Steak, Eggs, Chicken, Tuna, Soya and Linseed Bread, Brown Rice, Brown Pasta, Veg and Salad <---- Managed to get me from 8stone to 12stone 10.


----------



## stealthy (May 1, 2011)

any cold pressed oil

flaxseed

nuts

seeds

gold top milk


----------



## DanielScrilla (Jul 8, 2012)

how long did it take u to add that much weight


----------



## DanielScrilla (Jul 8, 2012)

JamStyle said:


> Steak, Eggs, Chicken, Tuna, Soya and Linseed Bread, Brown Rice, Brown Pasta, Veg and Salad <---- Managed to get me from 8stone to 12stone 10.

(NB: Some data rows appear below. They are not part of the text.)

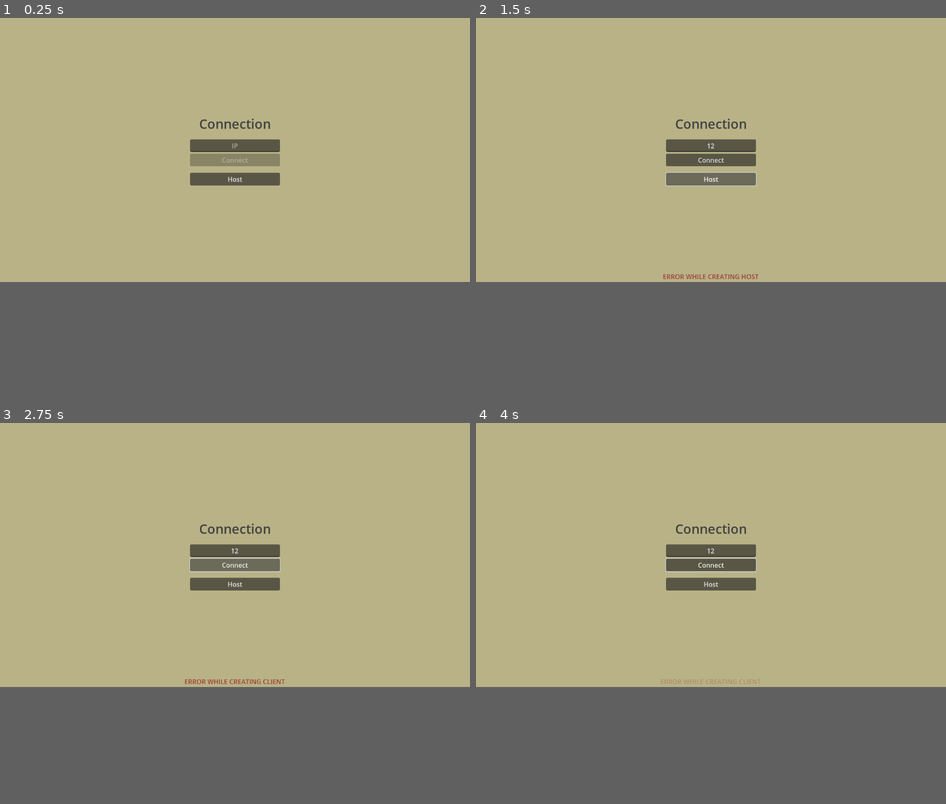
Above: before the commit, frames 1-4 (two rows, left to right).
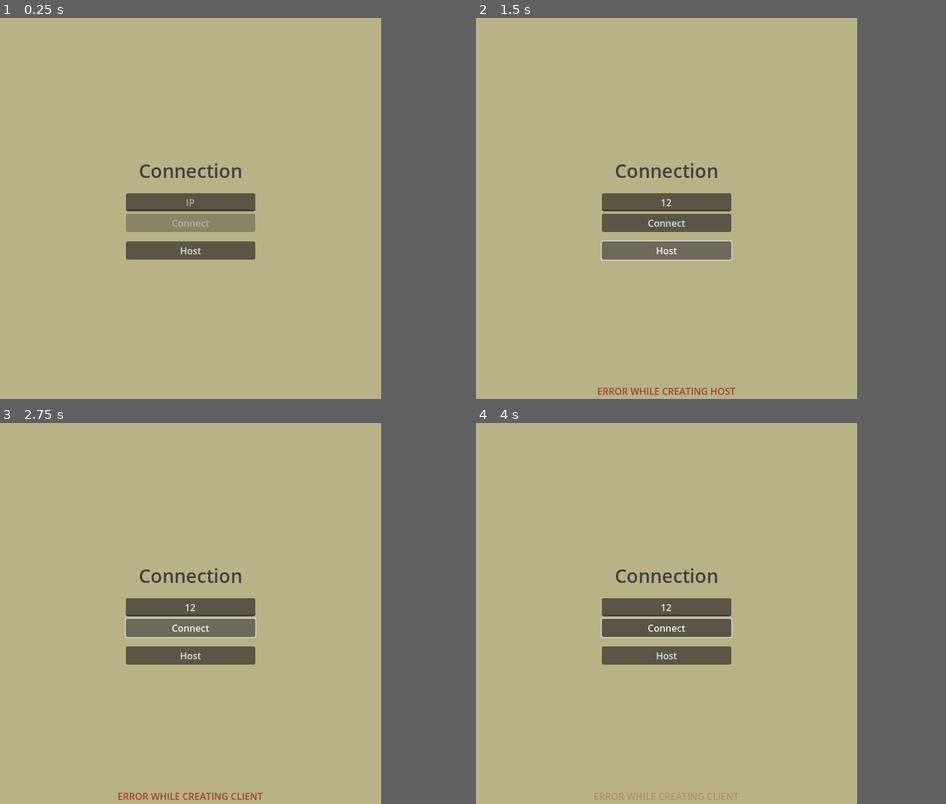
Above: after the commit, the same moments.

Repository: volatusveritas/Trinitas
Game: Godot game, scene res://scenarios/ConnectionScreen/ConnectionScreen.tscn
The game is run twice, just before and just after one commit, with the same random seed, the same clock (stepped at 60 frames per second) and the same inputs.
Inputs (mouse positions are in pixels of both pictures, inside the frame that each line leads up to):
- Up to frame 1 (0.25 s): no input
- Up to frame 2 (1.5 s): click (711, 147) at 0.52 s; type "12" at 0.6 s; click "Host" at 1.25 s
- Up to frame 3 (2.75 s): click "Connect" at 2 s
- Up to frame 4 (4 s): move the mouse to (814, 541) at 2.77 s; move the mouse to (617, 567) at 3.52 s
In our replay, the window is 799x449 before the commit and 648x648 after it. These sizes can differ from the game's own. Grey fills any space a smaller window leaves; there, only what the larger window draws over its background counts as a difference.

The runs differ from the first frame. In frame 1, 6.2% of the frame differs, in the area x 26-60%, y 26-64%; in frame 2, 6.9%; in frame 3, 6.9%, in the area x 25-61%, y 26-99%; in frame 4, 6.8%.

Commit message:
feat: make screen square by default

Diff:
--- a/project.godot
+++ b/project.godot
@@ -19,3 +19,7 @@
 [autoload]
 
 GameData="*res://scripts/game_data.gd"
+
+[display]
+
+window/size/viewport_width=648

. how long did it take you to add that much weight


----------



## JamStyle (Jul 15, 2010)

DanielScrilla said:


> . how long did it take you to add that much weight


About 3 years. Dropped down a lot of weight at the moment but hoping to get it back asap. Just got to keep eating and training no matter what gets in your way Persistance is key.


----------



## a.notherguy (Nov 17, 2008)

Big cheese and chorizo omlettes


----------



## milzy (Aug 9, 2010)

Burger King


----------



## &lt;JAY_JAY&gt; (Jan 4, 2007)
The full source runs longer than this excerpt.